# Three basic ravioli stuffings



## Darkstream (Oct 29, 2004)

1. Of course, you can stuff ravioli with anything. There are simillar confections in
China, Russia, and even the middle east which naturally use different ingredients.
They are called wontons, dumplings, piroshki, pirogi, varenyky, borek. Sometimes
they use ingredients that are the same the world over. They may be simmered,
steamed, fried or baked. They are small pastries whose main purpose is to act as a
savoury appetiser and filler before the main dish.

I shall deal here with the Italian variety, but the general principles apply to all.

2. The Basic Rules

(a) Most stuffings, apart from solely cheese based ones, are pre cooked. Aim to have
approximately the same weight of stuffing as your made pasta. (But after 35 years of
making them, I hardly ever get it just right).

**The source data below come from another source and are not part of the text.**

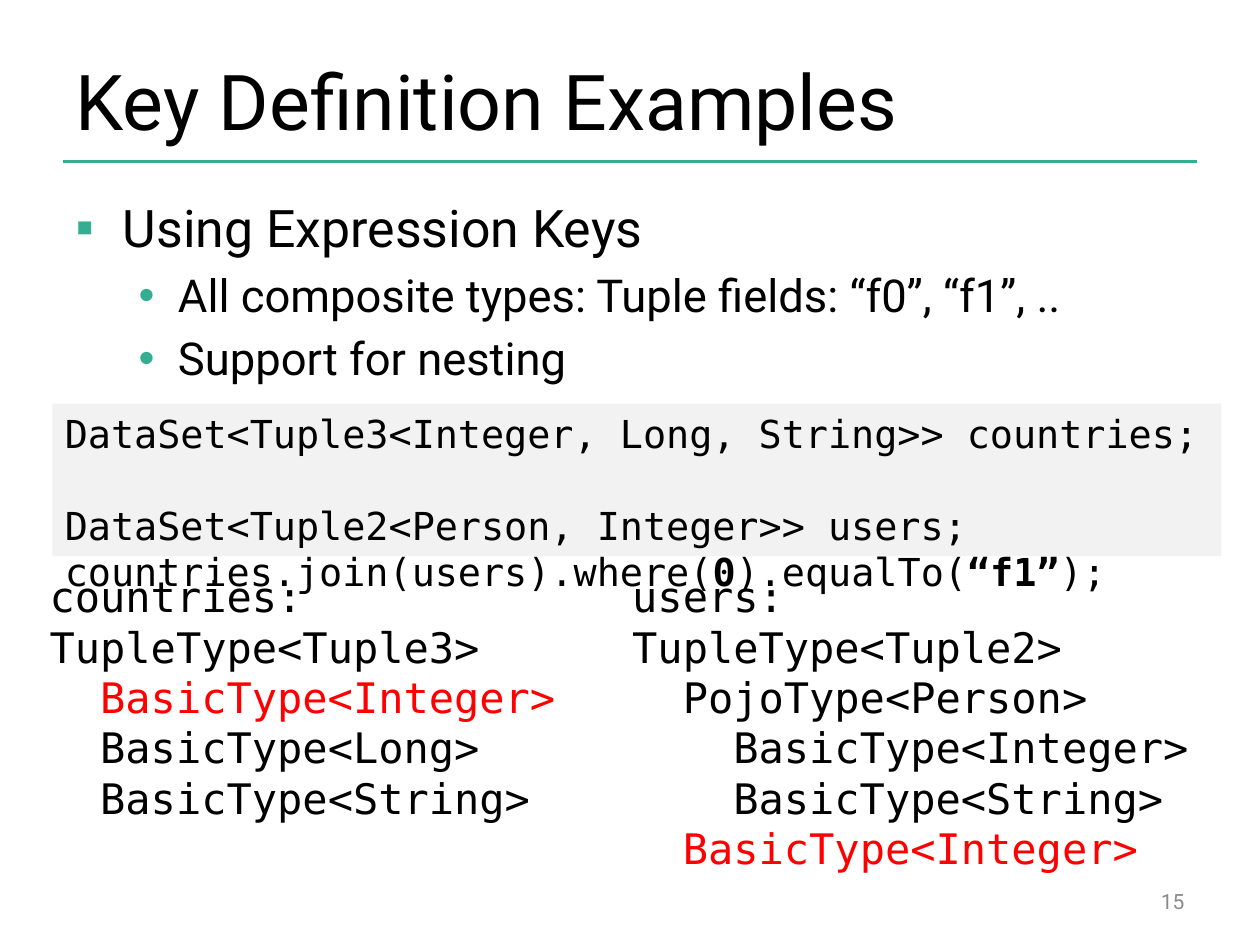
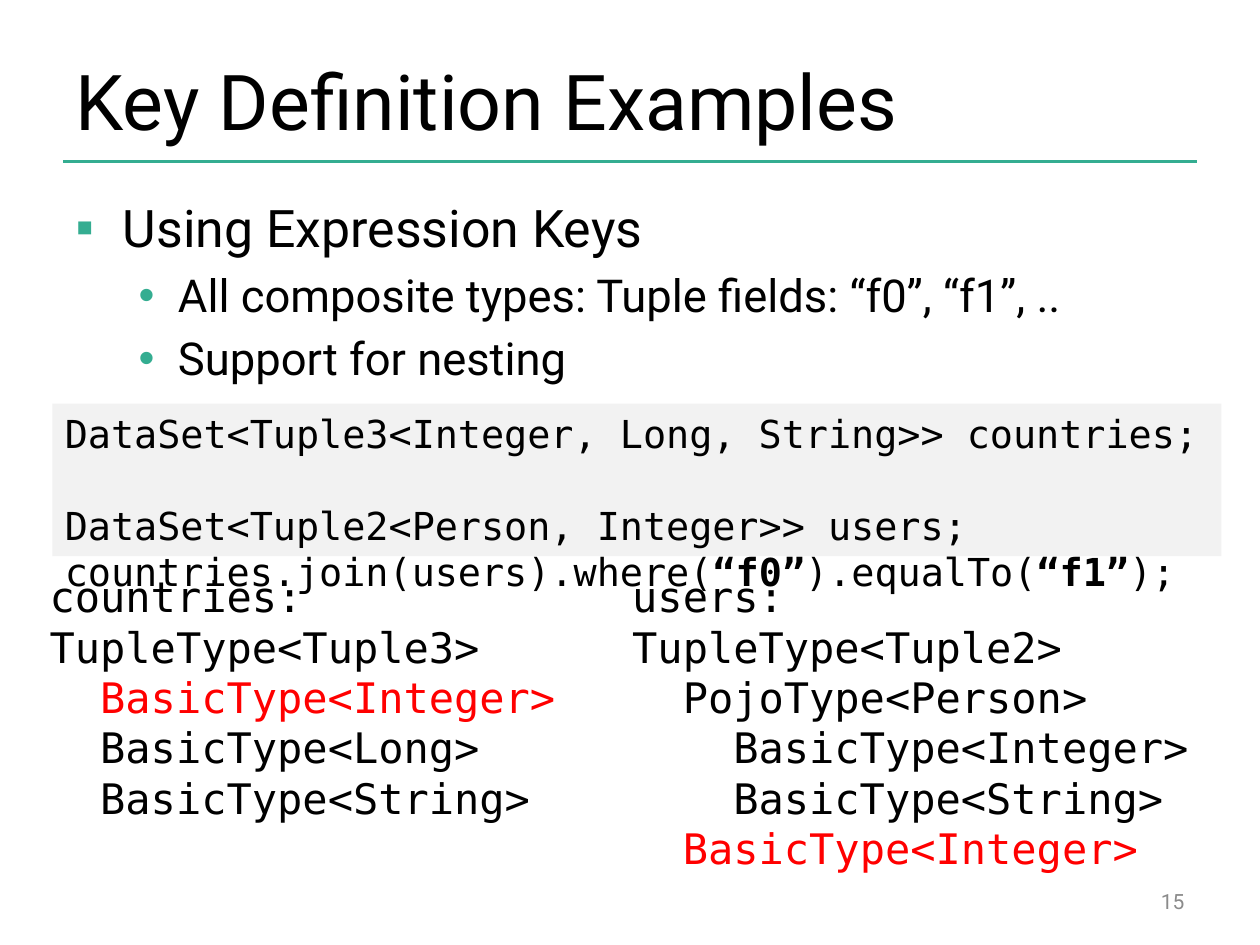
Before and after one commit to dataArtisans/flink-training-web, a slide deck: slide 15 of slides/flink_batch_advanced.pptx. Drawn at 1260x945 pixels with LibreOffice and Linux fonts; fonts in the diff are those of the drawing; background and template pictures are left out. Boxes give left, top, right and bottom in pixels: in the first picture for what was removed or moved away, otherwise in the second. Text is boxed around its words. In the diff, an @@ line names an element or a change of style, - is before the commit and + after.

```diff
--- a/slides/flink_batch_advanced.pptx
+++ b/slides/flink_batch_advanced.pptx
@@ text in rectangle at (65,556,1176,595): text changed @@
-countries.join(users).where(0).equalTo(“f1”);
+countries.join(users).where(“f0”).equalTo(“f1”);
```
Also in this commit, not shown: 6 other slides changed, 3 other files.

(b) UNDER NO CIRCUMSTANCES WHATSOEVER be tempted to use up your
leftovers by making ravioli out of them. If you can not be bothered to make the
stuffing, do not bother to make ravioli. Your mouth, and quite possibly your stomach
will thank you for it.

3. Assuming you are making half a pound of pasta up into ravioli (tortellini, capelleti,
etc):


Spinach and Ricotta stuffing

3-4 ounces of ricotta (or cream cheese if you can afford the cholesterol)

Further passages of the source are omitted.